=== Given data ===

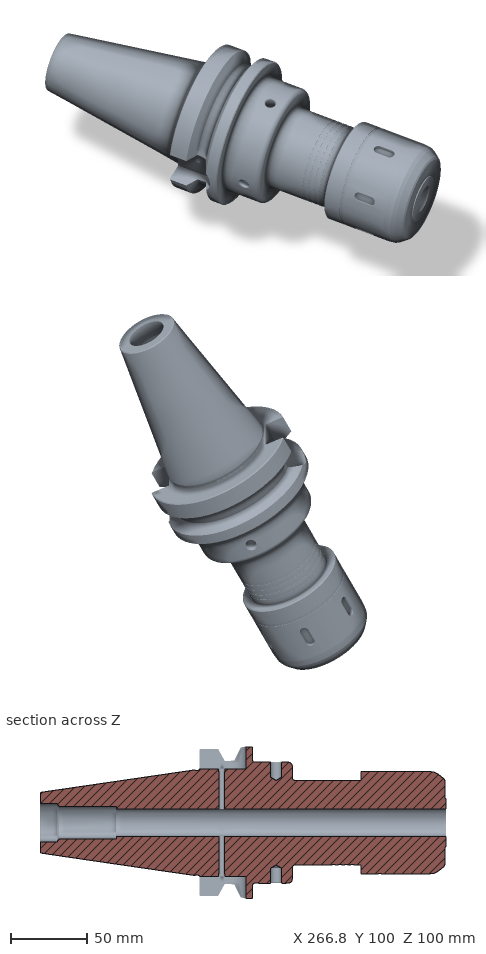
import cadquery as cq
import math

GAUGE_D = 69.85
TAPER_LENGTH = 101.8
TAPER_RATE = 7 / 24
SHANK_X = -TAPER_LENGTH
SHANK_CHAMFER = 0.5
RELIEF_D = 69.0
RELIEF_FILLET = 1.6

FLANGE_X = 3.0
FLANGE_END_X = 38.0
FLANGE_D = 100.0
RIM_CHAMFER = 0.6
GROOVE_D = 84.8
GROOVE_SLOPE = math.tan(math.radians(30))
GROOVE_FLOOR_X = 19.6
GROOVE_FLOOR_END_X = 25.8

BODY_D = 80.0
BODY_END_X = 64.0
BODY_ROUND = 3.0
BODY_FOOT_FILLET = 1.0

NECK_D = 56.0
NECK_FILLET = 1.5
MARK_D = 55.6
MARK_START_X = 90.2
MARK_WIDTH = 2.0
MARK_COUNT = 4

NUT_X = 108.8
NUT_D = 68.0
NUT_CHAMFER = 0.6
NUT_GROOVE_X = 120.2
NUT_GROOVE_WIDTH = 2.0
NUT_GROOVE_DEPTH = 0.3
NOSE_TAPER_X = 152.2
NOSE_TAPER_END_X = 157.0
NOSE_TAPER_DROP = 0.5
NOSE_BEVEL_X = 159.5
NOSE_BEVEL_R = 32.2
NOSE_BEVEL_END_X = 163.6
NOSE_BEVEL_END_R = 29.0
NOSE_FACE_X = 164.4
NOSE_FACE_R = 27.5
LIP_D = 32.0
END_X = 165.0

BORE_D = 18.0
THREAD_D = 21.0
THREAD_DEPTH = 50.0
THREAD_CHAMFER_D = 24.0
COUNTERBORE_D = 25.0
COUNTERBORE_MOUTH_D = 25.4
COUNTERBORE_DEPTH = 11.0

SLOT_WIDTH = 25.4
SLOT_END_X = 33.4
SLOT_FLOOR_Y = 35.4
SCREW_HOLE_X = 17.4
SCREW_HOLE_D = 3.4
SCREW_MOUTH_D = 4.0
SCREW_MOUTH_DEPTH = 2.0

RADIAL_HOLE_COUNT = 4
RADIAL_HOLE_X = 53.2
RADIAL_HOLE_D = 6.93
RADIAL_MOUTH_D = 8.0
RADIAL_HOLE_DEPTH = 10.0
DRILL_TIP_ANGLE = 118.0

SPANNER_SLOT_COUNT = 6
SPANNER_SLOT_X = 136.3
SPANNER_SLOT_LENGTH = 14.5
SPANNER_SLOT_WIDTH = 6.0
SPANNER_SLOT_DEPTH = 2.5

CUT_MARGIN = 1.0


def arc_middle(center_x, center_r, radius, degrees):
    """Point on a profile arc, at an angle measured from +X towards larger radius."""
    angle = math.radians(degrees)
    return center_x + radius * math.cos(angle), center_r + radius * math.sin(angle)


def fillet_to_wall(profile, wall_x, floor_r, radius):
    """Continue a profile along a cylinder and up a concave fillet to a wall on its +X side."""
    middle = arc_middle(wall_x - radius, floor_r + radius, radius, -45)
    profile = profile.lineTo(wall_x - radius, floor_r)
    return profile.threePointArc(middle, (wall_x, floor_r + radius))


def fillet_from_wall(profile, wall_x, floor_r, radius):
    """Continue a profile down a wall and through a concave fillet onto a cylinder on +X."""
    middle = arc_middle(wall_x + radius, floor_r + radius, radius, -135)
    profile = profile.lineTo(wall_x, floor_r + radius)
    return profile.threePointArc(middle, (wall_x + radius, floor_r))


def revolve(profile):
    return profile.close().revolve(360, (0, 0, 0), (1, 0, 0))


def ring_cut(start_x, width, floor_r, outer_r):
    ring = cq.Workplane("YZ", origin=(start_x, 0, 0)).circle(outer_r).circle(floor_r)
    return ring.extrude(width)


def make_shank_and_neck():
    small_r = (GAUGE_D - TAPER_LENGTH * TAPER_RATE) / 2
    flange_r = FLANGE_D / 2
    floor_r = GROOVE_D / 2
    body_r = BODY_D / 2
    neck_r = NECK_D / 2

    profile = cq.Workplane("XY").moveTo(SHANK_X, 0)
    profile = profile.lineTo(SHANK_X, small_r - SHANK_CHAMFER)
    profile = profile.lineTo(SHANK_X + SHANK_CHAMFER, small_r + SHANK_CHAMFER * TAPER_RATE / 2)
    profile = profile.lineTo(0, GAUGE_D / 2).lineTo(0, RELIEF_D / 2)
    profile = fillet_to_wall(profile, FLANGE_X, RELIEF_D / 2, RELIEF_FILLET)

    profile = profile.lineTo(FLANGE_X, flange_r - RIM_CHAMFER)
    profile = profile.lineTo(FLANGE_X + RIM_CHAMFER, flange_r)
    profile = profile.lineTo(GROOVE_FLOOR_X - (flange_r - floor_r) * GROOVE_SLOPE, flange_r)
    profile = profile.lineTo(GROOVE_FLOOR_X, floor_r)
    profile = profile.lineTo(GROOVE_FLOOR_END_X, floor_r)
    profile = profile.lineTo(GROOVE_FLOOR_END_X + (flange_r - floor_r) * GROOVE_SLOPE, flange_r)
    profile = profile.lineTo(FLANGE_END_X - RIM_CHAMFER, flange_r)
    profile = profile.lineTo(FLANGE_END_X, flange_r - RIM_CHAMFER)

    profile = fillet_from_wall(profile, FLANGE_END_X, body_r, BODY_FOOT_FILLET)
    profile = profile.lineTo(BODY_END_X - BODY_ROUND, body_r)
    round_middle = arc_middle(BODY_END_X - BODY_ROUND, body_r - BODY_ROUND, BODY_ROUND, 45)
    profile = profile.threePointArc(round_middle, (BODY_END_X, body_r - BODY_ROUND))
    profile = fillet_from_wall(profile, BODY_END_X, neck_r, NECK_FILLET)
    profile = profile.lineTo(NUT_X, neck_r).lineTo(NUT_X, 0)
    return revolve(profile)


def make_nut():
    nut_r = NUT_D / 2
    profile = cq.Workplane("XY").moveTo(NUT_X, 0)
    profile = profile.lineTo(NUT_X, nut_r - NUT_CHAMFER).lineTo(NUT_X + NUT_CHAMFER, nut_r)
    profile = profile.lineTo(NOSE_TAPER_X, nut_r)
    profile = profile.lineTo(NOSE_TAPER_END_X, nut_r - NOSE_TAPER_DROP)
    profile = profile.lineTo(NOSE_BEVEL_X, NOSE_BEVEL_R)
    profile = profile.lineTo(NOSE_BEVEL_END_X, NOSE_BEVEL_END_R)
    profile = profile.lineTo(NOSE_FACE_X, NOSE_FACE_R)
    profile = profile.lineTo(NOSE_FACE_X, LIP_D / 2).lineTo(END_X, LIP_D / 2).lineTo(END_X, 0)
    nut = revolve(profile)
    groove_r = nut_r - NUT_GROOVE_DEPTH
    return nut.cut(ring_cut(NUT_GROOVE_X, NUT_GROOVE_WIDTH, groove_r, nut_r + CUT_MARGIN))


def cut_marking_grooves(part):
    for index in range(MARK_COUNT):
        start_x = MARK_START_X + 2 * MARK_WIDTH * index
        part = part.cut(ring_cut(start_x, MARK_WIDTH, MARK_D / 2, NECK_D / 2 + CUT_MARGIN))
    return part


def cut_bore(part):
    step_x = SHANK_X + COUNTERBORE_DEPTH
    chamfer = (THREAD_CHAMFER_D - THREAD_D) / 2
    mouth_chamfer = (COUNTERBORE_MOUTH_D - COUNTERBORE_D) / 2
    profile = cq.Workplane("XY").moveTo(SHANK_X, 0).lineTo(SHANK_X, COUNTERBORE_MOUTH_D / 2)
    profile = profile.lineTo(SHANK_X + mouth_chamfer, COUNTERBORE_D / 2)
    profile = profile.lineTo(step_x, COUNTERBORE_D / 2).lineTo(step_x, THREAD_CHAMFER_D / 2)
    profile = profile.lineTo(step_x + chamfer, THREAD_D / 2)
    profile = profile.lineTo(SHANK_X + THREAD_DEPTH, THREAD_D / 2)
    profile = profile.lineTo(SHANK_X + THREAD_DEPTH, BORE_D / 2)
    profile = profile.lineTo(END_X, BORE_D / 2).lineTo(END_X, 0)
    return part.cut(revolve(profile))


def cut_drive_slots(part):
    half_width = SLOT_WIDTH / 2
    arc_x = SLOT_END_X - half_width
    slot = (
        cq.Workplane("XZ", origin=(0, -SLOT_FLOOR_Y, 0))
        .moveTo(0, -half_width)
        .lineTo(arc_x, -half_width)
        .threePointArc((SLOT_END_X, 0), (arc_x, half_width))
        .lineTo(0, half_width)
        .close()
        .extrude(FLANGE_D / 2 - SLOT_FLOOR_Y + CUT_MARGIN)
    )
    floor = cq.Workplane("XZ", origin=(SCREW_HOLE_X, -SLOT_FLOOR_Y, 0))
    hole = floor.circle(SCREW_HOLE_D / 2).extrude(-SLOT_FLOOR_Y)
    mouth = floor.circle(SCREW_MOUTH_D / 2).extrude(-SCREW_MOUTH_DEPTH)
    cutter = slot.union(hole).union(mouth)
    for angle in (0, 180):
        part = part.cut(cutter.rotate((0, 0, 0), (1, 0, 0), angle))
    return part


def cut_radial_holes(part):
    body_r = BODY_D / 2
    hole_r = RADIAL_HOLE_D / 2
    mouth_r = RADIAL_MOUTH_D / 2
    shoulder_z = body_r - RADIAL_HOLE_DEPTH
    tip_z = shoulder_z - hole_r / math.tan(math.radians(DRILL_TIP_ANGLE / 2))
    chamfer_z = body_r - (mouth_r - hole_r)
    hole = (
        cq.Workplane("XZ")
        .moveTo(0, tip_z)
        .lineTo(hole_r, shoulder_z)
        .lineTo(hole_r, chamfer_z)
        .lineTo(mouth_r, body_r)
        .lineTo(0, body_r)
        .close()
        .revolve(360, (0, 0, 0), (0, 1, 0))
        .translate((RADIAL_HOLE_X, 0, 0))
    )
    for index in range(RADIAL_HOLE_COUNT):
        part = part.cut(hole.rotate((0, 0, 0), (1, 0, 0), 360 / RADIAL_HOLE_COUNT * index))
    return part


def cut_spanner_slots(part):
    floor_z = NUT_D / 2 - SPANNER_SLOT_DEPTH
    slot = (
        cq.Workplane("XY", origin=(SPANNER_SLOT_X, 0, floor_z))
        .slot2D(SPANNER_SLOT_LENGTH, SPANNER_SLOT_WIDTH)
        .extrude(SPANNER_SLOT_DEPTH + CUT_MARGIN)
    )
    step = 360 / SPANNER_SLOT_COUNT
    for index in range(SPANNER_SLOT_COUNT):
        part = part.cut(slot.rotate((0, 0, 0), (1, 0, 0), step * index))
    return part


result = make_shank_and_neck().union(make_nut())
result = cut_marking_grooves(result)
result = cut_bore(result)
result = cut_drive_slots(result)
result = cut_radial_holes(result)
result = cut_spanner_slots(result)

===

Please transcribe exactly the lines above from the line that has "origin=(0, -SLOT_FLOOR_Y, 0))" up to and including the line that has "origin=(SCREW_HOLE_X, -SLOT_FLOOR_Y, 0))"; no other line belongs in the answer.

Response for this exercise
        cq.Workplane("XZ", origin=(0, -SLOT_FLOOR_Y, 0))
        .moveTo(0, -half_width)
        .lineTo(arc_x, -half_width)
        .threePointArc((SLOT_END_X, 0), (arc_x, half_width))
        .lineTo(0, half_width)
        .close()
        .extrude(FLANGE_D / 2 - SLOT_FLOOR_Y + CUT_MARGIN)
    )
    floor = cq.Workplane("XZ", origin=(SCREW_HOLE_X, -SLOT_FLOOR_Y, 0))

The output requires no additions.